(Beginning of Data for this task)

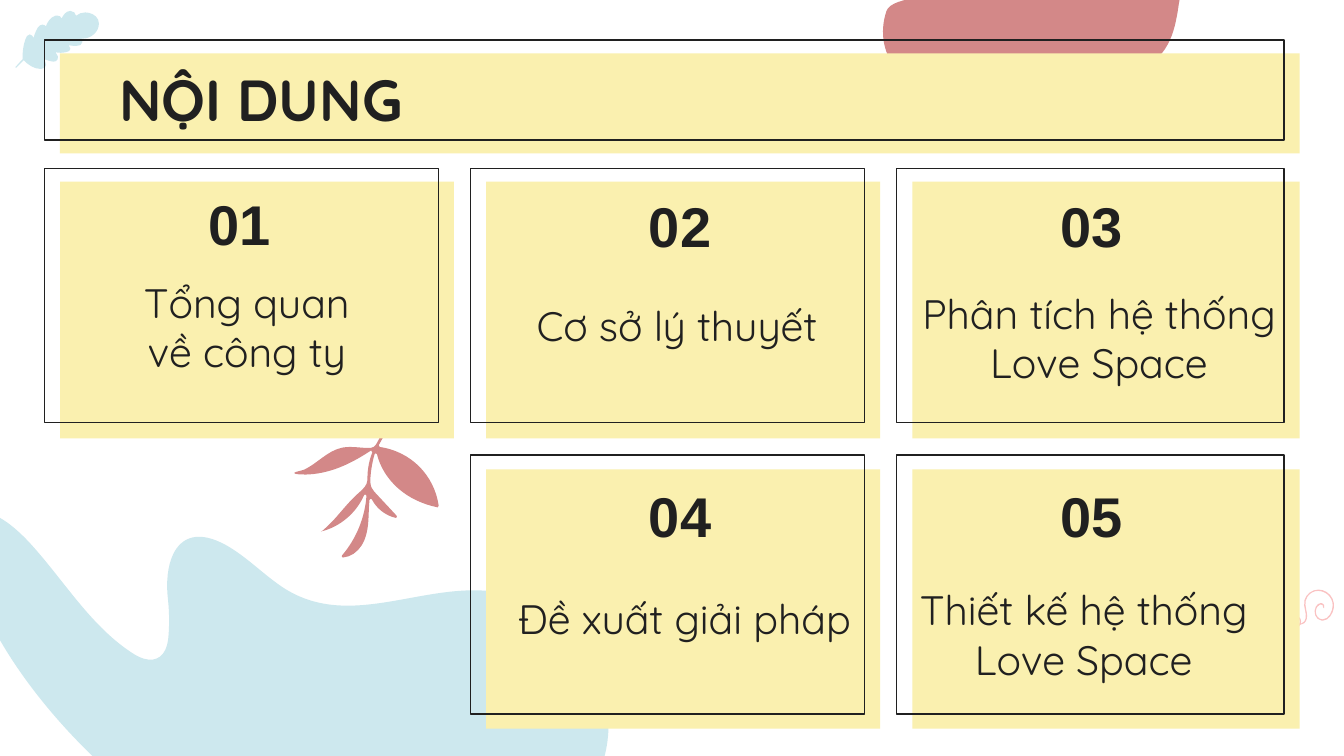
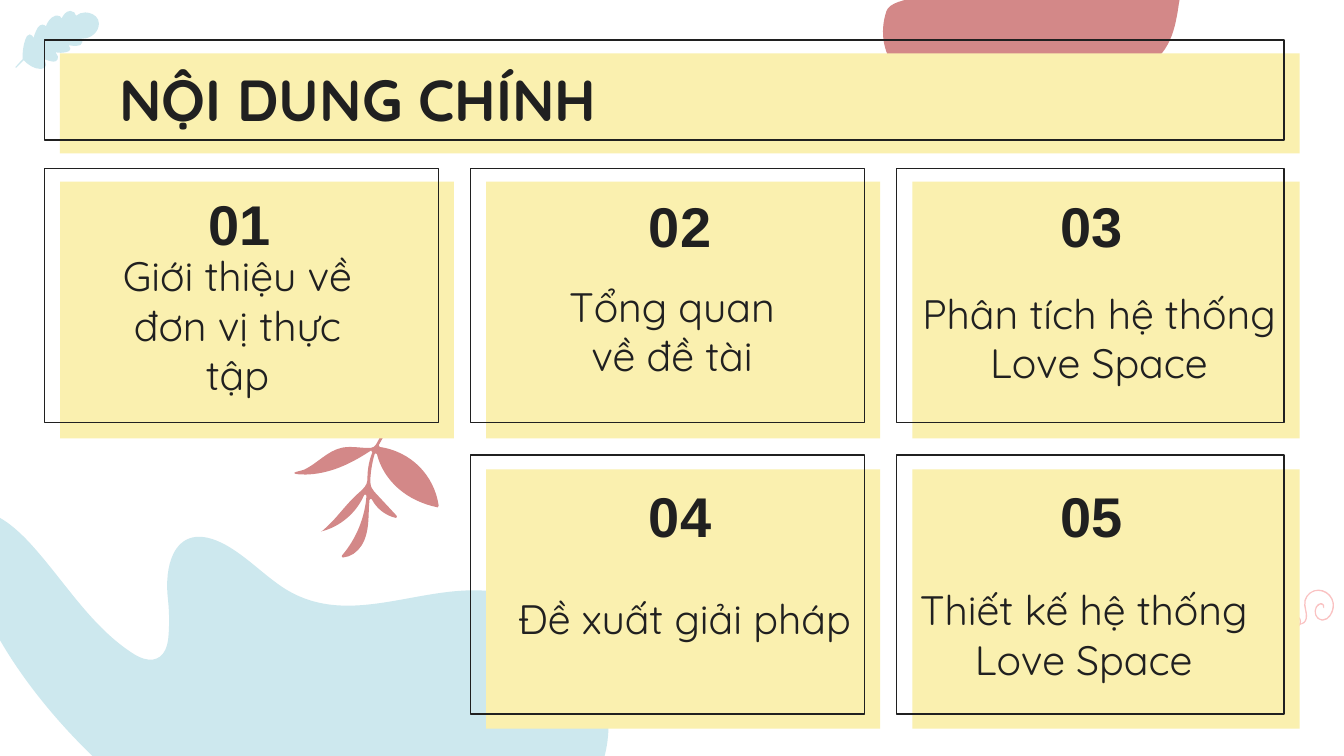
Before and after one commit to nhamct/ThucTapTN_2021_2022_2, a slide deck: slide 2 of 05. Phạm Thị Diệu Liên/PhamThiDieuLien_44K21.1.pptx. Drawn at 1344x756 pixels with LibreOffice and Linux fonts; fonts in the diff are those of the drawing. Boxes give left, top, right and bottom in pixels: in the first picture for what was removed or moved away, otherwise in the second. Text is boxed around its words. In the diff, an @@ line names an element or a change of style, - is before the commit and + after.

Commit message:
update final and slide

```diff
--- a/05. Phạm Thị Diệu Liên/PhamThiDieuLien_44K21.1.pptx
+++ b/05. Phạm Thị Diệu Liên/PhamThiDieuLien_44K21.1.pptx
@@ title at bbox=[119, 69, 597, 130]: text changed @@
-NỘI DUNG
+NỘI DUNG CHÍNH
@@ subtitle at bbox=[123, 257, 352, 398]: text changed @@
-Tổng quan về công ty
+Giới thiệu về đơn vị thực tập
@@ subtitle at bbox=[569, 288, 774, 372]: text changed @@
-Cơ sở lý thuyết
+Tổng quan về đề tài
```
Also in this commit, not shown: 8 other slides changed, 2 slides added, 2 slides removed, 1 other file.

(End of Data for this task)
(Beginning of Data for this task)

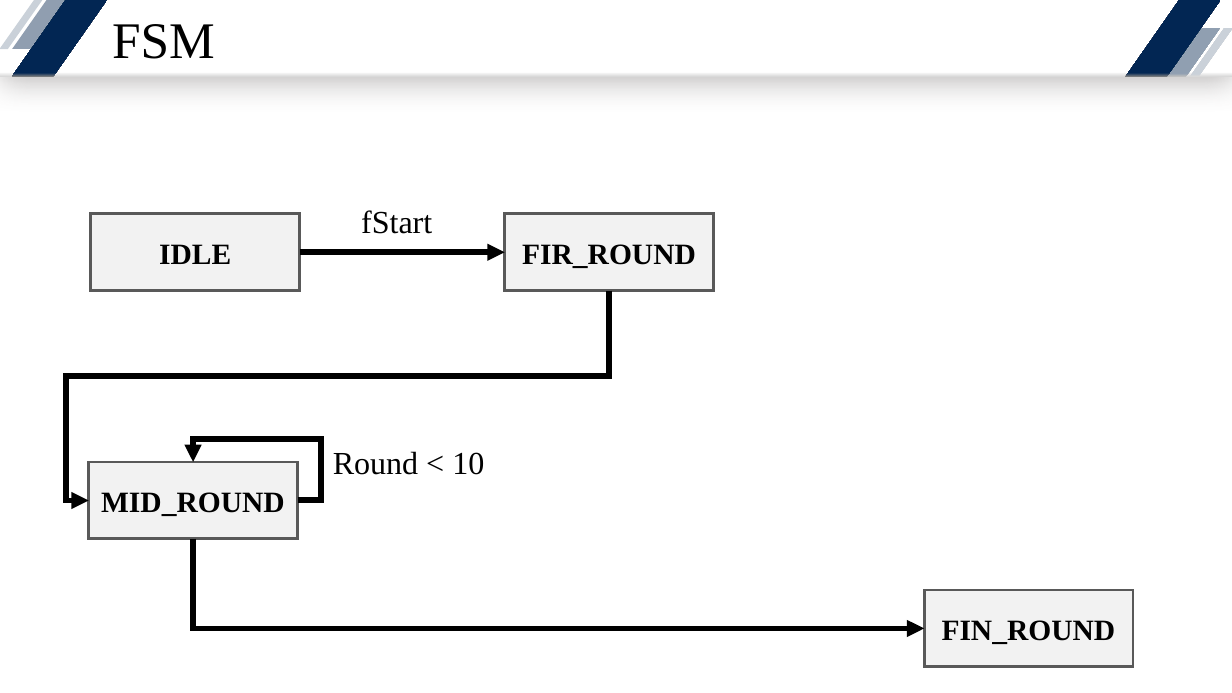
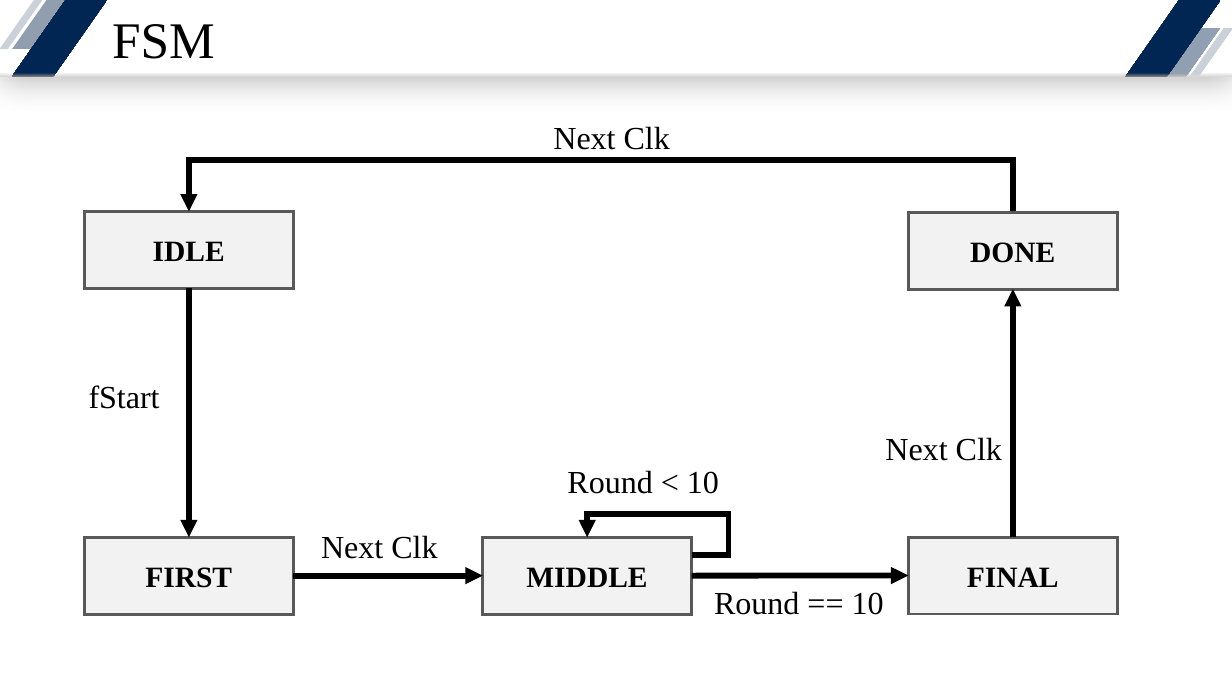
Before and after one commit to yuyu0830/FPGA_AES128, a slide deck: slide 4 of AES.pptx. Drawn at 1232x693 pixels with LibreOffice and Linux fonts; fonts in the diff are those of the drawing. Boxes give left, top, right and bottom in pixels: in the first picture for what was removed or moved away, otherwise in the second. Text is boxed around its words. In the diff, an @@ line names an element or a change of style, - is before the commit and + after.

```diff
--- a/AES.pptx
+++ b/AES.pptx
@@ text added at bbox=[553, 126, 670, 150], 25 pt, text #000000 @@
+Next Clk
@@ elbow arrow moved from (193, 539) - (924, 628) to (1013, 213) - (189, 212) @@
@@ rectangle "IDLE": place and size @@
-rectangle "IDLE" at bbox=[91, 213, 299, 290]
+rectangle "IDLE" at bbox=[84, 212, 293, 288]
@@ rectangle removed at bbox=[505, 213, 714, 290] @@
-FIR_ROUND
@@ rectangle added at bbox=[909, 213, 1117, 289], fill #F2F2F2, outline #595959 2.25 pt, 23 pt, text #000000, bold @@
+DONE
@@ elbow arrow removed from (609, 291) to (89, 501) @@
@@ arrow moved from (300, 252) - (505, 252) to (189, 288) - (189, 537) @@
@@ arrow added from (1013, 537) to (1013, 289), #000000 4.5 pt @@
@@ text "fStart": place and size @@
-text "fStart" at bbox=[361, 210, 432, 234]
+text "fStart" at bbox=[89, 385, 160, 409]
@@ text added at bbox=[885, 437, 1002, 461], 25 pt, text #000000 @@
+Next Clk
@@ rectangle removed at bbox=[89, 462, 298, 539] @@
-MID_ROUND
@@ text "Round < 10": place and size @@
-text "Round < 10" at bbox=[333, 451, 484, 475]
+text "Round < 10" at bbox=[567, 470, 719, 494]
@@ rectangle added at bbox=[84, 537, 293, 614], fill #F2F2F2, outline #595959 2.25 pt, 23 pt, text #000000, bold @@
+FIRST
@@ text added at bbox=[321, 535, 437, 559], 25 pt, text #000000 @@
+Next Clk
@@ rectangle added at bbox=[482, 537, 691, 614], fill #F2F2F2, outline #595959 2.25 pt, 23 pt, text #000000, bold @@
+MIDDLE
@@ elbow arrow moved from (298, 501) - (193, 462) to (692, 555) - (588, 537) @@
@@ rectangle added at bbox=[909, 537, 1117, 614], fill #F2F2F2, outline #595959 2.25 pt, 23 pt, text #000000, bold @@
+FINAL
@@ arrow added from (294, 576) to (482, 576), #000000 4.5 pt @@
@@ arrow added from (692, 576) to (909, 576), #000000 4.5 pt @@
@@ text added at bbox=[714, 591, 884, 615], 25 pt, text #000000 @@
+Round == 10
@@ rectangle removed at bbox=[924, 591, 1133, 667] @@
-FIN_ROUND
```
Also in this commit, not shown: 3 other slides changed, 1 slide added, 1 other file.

(End of Data for this task)

▶ Task brief: The expected answer is every line above in which the word "names" appears.

▶ Output:
Before and after one commit to nhamct/ThucTapTN_2021_2022_2, a slide deck: slide 2 of 05. Phạm Thị Diệu Liên/PhamThiDieuLien_44K21.1.pptx. Drawn at 1344x756 pixels with LibreOffice and Linux fonts; fonts in the diff are those of the drawing. Boxes give left, top, right and bottom in pixels: in the first picture for what was removed or moved away, otherwise in the second. Text is boxed around its words. In the diff, an @@ line names an element or a change of style, - is before the commit and + after.
Before and after one commit to yuyu0830/FPGA_AES128, a slide deck: slide 4 of AES.pptx. Drawn at 1232x693 pixels with LibreOffice and Linux fonts; fonts in the diff are those of the drawing. Boxes give left, top, right and bottom in pixels: in the first picture for what was removed or moved away, otherwise in the second. Text is boxed around its words. In the diff, an @@ line names an element or a change of style, - is before the commit and + after.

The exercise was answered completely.